Last Update: 06/03/2026 at 6:25 AM EST

Mid-day Briefing: Privacy

Wednesday, April 22, 2026 · 6:47 PM EDT

Key developments

IAPP.ORG

House Republicans unveil SECURE Data Act

House Energy and Commerce Republicans introduced the draft Securing and Establishing Consumer Uniform Rights and Enforcement over Data (SECURE Data) Act on April 22 after more than a year of stakeholder consultation. The proposal would create a federal privacy standard intended to preempt comprehensive state privacy laws and would omit a private right of action, data protection impact assessments, data protection officers, and universal opt-out mechanisms.

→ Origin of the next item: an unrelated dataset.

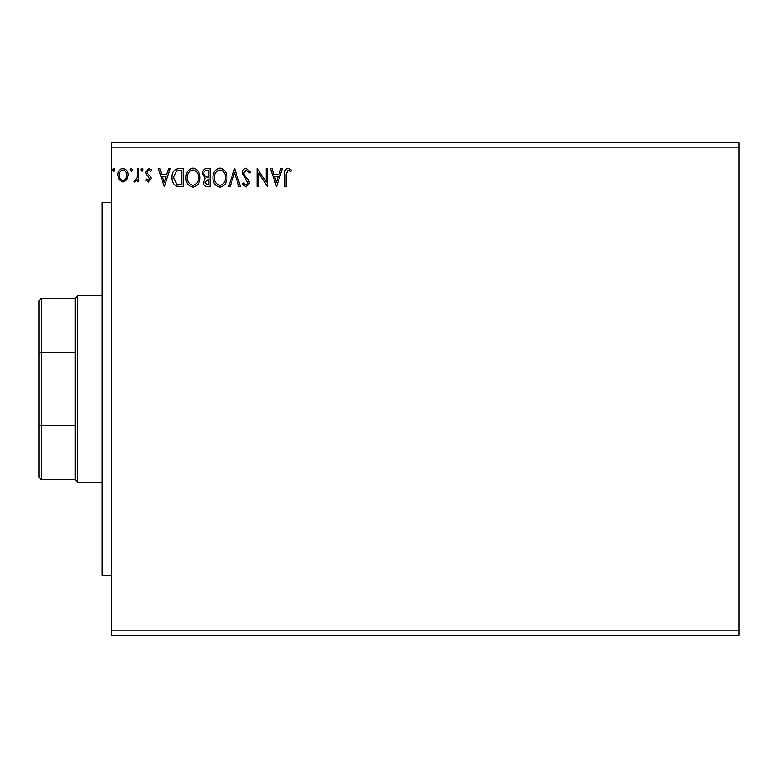 <?xml version="1.0" encoding="UTF-8"?>
<svg xmlns="http://www.w3.org/2000/svg" width="778" height="778" viewBox="0 0 778 778"><rect width="100%" height="100%" fill="white"/><g stroke="black" fill="none" stroke-linecap="round" stroke-linejoin="round"><path stroke-width="1.17" d="M739.1 630.18L739.1 635.363L111.517 635.363L111.517 147.82L739.1 147.82L739.1 630.18L111.517 630.18M739.1 147.82L739.1 142.637L111.517 142.637L111.517 147.82M132.464 169.847L131.297 171.364L130.13 169.847L131.297 168.33L132.464 169.847M143.162 169.847L142.004 171.364L140.837 169.847L142.004 168.33L143.162 169.847M164.343 186.72L158.294 168.563L159.811 168.563L161.678 174.389L166.774 174.389L168.641 168.563L170.158 168.563L164.343 186.72M199.956 177.559C200.053 182.742 197.758 185.952 193.061 187.187C188.257 186.068 185.893 182.888 185.991 177.647C185.903 172.463 188.218 169.283 192.944 168.097C197.68 169.244 200.014 172.395 199.956 177.559M276.521 186.72L270.472 168.563L271.989 168.563L273.856 174.389L278.952 174.389L280.819 168.563L282.336 168.563L276.521 186.72M246.14 168.097L250.224 172.064L249.086 172.988L246.247 169.964L243.709 173.037L244.166 174.817L248.581 180.185L249.291 182.947L246.052 187.187L242.542 184.114L243.631 182.995L246.072 185.32L247.9 183.024L242.308 173.017C242.337 170.294 243.611 168.651 246.14 168.097M226.952 177.559C227.05 182.742 224.754 185.952 220.057 187.187C215.253 186.068 212.89 182.888 212.987 177.647C212.9 172.463 215.214 169.283 219.95 168.097C224.677 169.244 227.011 172.395 226.952 177.559M115.008 169.847L113.841 171.364L112.674 169.847L113.841 168.33L115.008 169.847M210.196 168.563L210.196 186.72L207.629 186.72C204.867 186.584 203.466 185.086 203.447 182.217L205.149 178.357L202.28 173.718C202.299 170.722 203.729 169.001 206.559 168.563L210.196 168.563M234.625 168.563L240.451 186.72L238.924 186.72L234.518 172.949L230.103 186.72L228.576 186.72L234.625 168.563M286.061 174.642L286.061 186.72L284.67 186.72L284.67 174.457C284.106 171.17 285.215 169.05 287.986 168.097L291.419 170.197L290.709 171.588L288.006 169.964L286.061 174.642M266.28 168.563L267.681 168.563L267.681 186.72L258.597 173.183L258.597 186.72L257.207 186.72L257.207 168.563L266.28 182.071L266.28 168.563M178.979 168.563L183.2 168.563L183.2 186.72L176.129 186.068C173.183 184.016 171.812 181.138 172.026 177.413C171.812 172.171 174.136 169.225 178.979 168.563M148.423 182.062L145.729 180.175L146.546 179.037L148.335 180.438L149.677 178.648L146.186 174.214L145.729 172.171L148.676 168.33L151.545 170.129L150.747 171.364L148.831 169.964L147.12 172.094L147.45 173.368L150.631 176.538L151.078 178.59L148.423 182.062M138.747 168.563L138.747 181.828L137.346 181.828L137.346 179.883L134.915 182.062L133.855 181.614L134.526 180.204L135.148 180.438L137.132 177.578L137.346 168.563L138.747 168.563M126.678 179.874L122.914 182.062L119.151 179.883L117.799 175.167C117.76 171.403 119.462 169.127 122.914 168.33C126.367 169.118 128.069 171.393 128.039 175.167L126.678 179.874M207.347 184.863L208.796 184.863L208.796 179.037L204.838 182.188L207.347 184.863M208.096 177.18L208.796 177.18L208.796 170.431L207.201 170.431C204.984 170.392 203.807 171.491 203.68 173.718L205.869 176.966L208.096 177.18M214.378 177.656C214.32 181.809 216.187 184.367 219.989 185.32C223.782 184.318 225.639 181.731 225.552 177.569C225.62 173.445 223.763 170.907 219.989 169.964C216.167 170.897 214.29 173.465 214.378 177.656M274.449 176.246L276.414 182.344L278.359 176.246L274.449 176.246M187.381 177.656C187.323 181.809 189.19 184.367 192.993 185.32C196.785 184.318 198.643 181.731 198.555 177.569C198.623 173.445 196.766 170.907 192.993 169.964C189.171 170.897 187.294 173.465 187.381 177.656M181.799 184.863L181.799 170.431L176.567 170.888L173.416 177.413L176.869 184.347L181.799 184.863M162.271 176.246L164.236 182.344L166.181 176.246L162.271 176.246M119.19 175.157C119.131 177.968 120.376 179.728 122.914 180.438C125.462 179.728 126.697 177.968 126.639 175.157C126.707 172.346 125.462 170.615 122.914 169.964C120.376 170.615 119.131 172.346 119.19 175.157M111.517 575.72L102.181 575.72L102.181 202.28L111.517 202.28M41.497 479.763L38.9 477.177L38.9 300.823L41.497 298.237L41.497 479.763L75.203 479.763L75.203 298.237L77.8 295.64L77.8 482.36L102.181 482.36M38.9 425.216L41.497 425.77L75.203 425.77M38.9 352.784L41.497 352.23L75.203 352.23M77.8 295.64L102.181 295.64M75.203 479.763L77.8 482.36M41.497 298.237L75.203 298.237"/></g></svg>

It would add FTC-managed data broker registration, a Commerce Department code-of-conduct safe harbor, and treat data about children under 13 as sensitive.

Why it matters

It is the clearest move today toward a new federal privacy framework and a possible rollback of state-law variation.

Sources & driving stories

EFF

EFF sues DHS and ICE over subpoenas

The Electronic Frontier Foundation sued the Department of Homeland Security and Immigration and Customs Enforcement on April 22 for records about administrative subpoenas the group says were used to identify people who criticized the government or attended protests. EFF is seeking policies, legal analyses, approval procedures, communications, and usage data after saying the agencies ignored its requests. The complaint argues the public should know the legal basis for obtaining subscriber information from tech companies without prior judicial approval.

Why it matters

The case could expose how immigration and homeland security agencies use subpoena power to identify online critics without a warrant.

Sources & driving stories

EFF · Hudson Hongo

EFF coverage
FORBES

Meta reportedly tracks employees for AI training

Forbes and Mashable reported that Meta is installing software on U.S. employees’ work computers to capture mouse movements, keystrokes, clicks, and some screen snapshots for AI training. Meta says the data will not be used for performance reviews and is aimed at building AI agents that can understand how people move through software and complete office tasks. The move underscores a shift from training on public content to collecting worker behavior as model data.

Why it matters

It raises fresh workplace privacy and labor concerns because employee behavior is being collected as training data rather than merely for productivity oversight.

Sources & driving stories

FORBES · Ron Schmelzer

Forbes coverage

Worth noting

WORTH NOTING

Notion public pages exposed editor details

Researchers said public Notion pages can surface editor usernames, profile images, and email addresses, prompting mitigation work from the company.

WORTH NOTING

OpenAI open-sources prompt secret scrubber

A pre-submission filter for API keys and sensitive data could reduce accidental disclosure in chatbot prompts, especially for enterprise users.

WORTH NOTING

M&T Bank warns of vendor breach

The disclosure adds another example of third-party-originated bank data exposure, with notice to 462 Massachusetts residents and potential exposure of Social Security and financial account data.

Still unclear

OPEN QUESTION

Can the SECURE Data Act win bipartisan support?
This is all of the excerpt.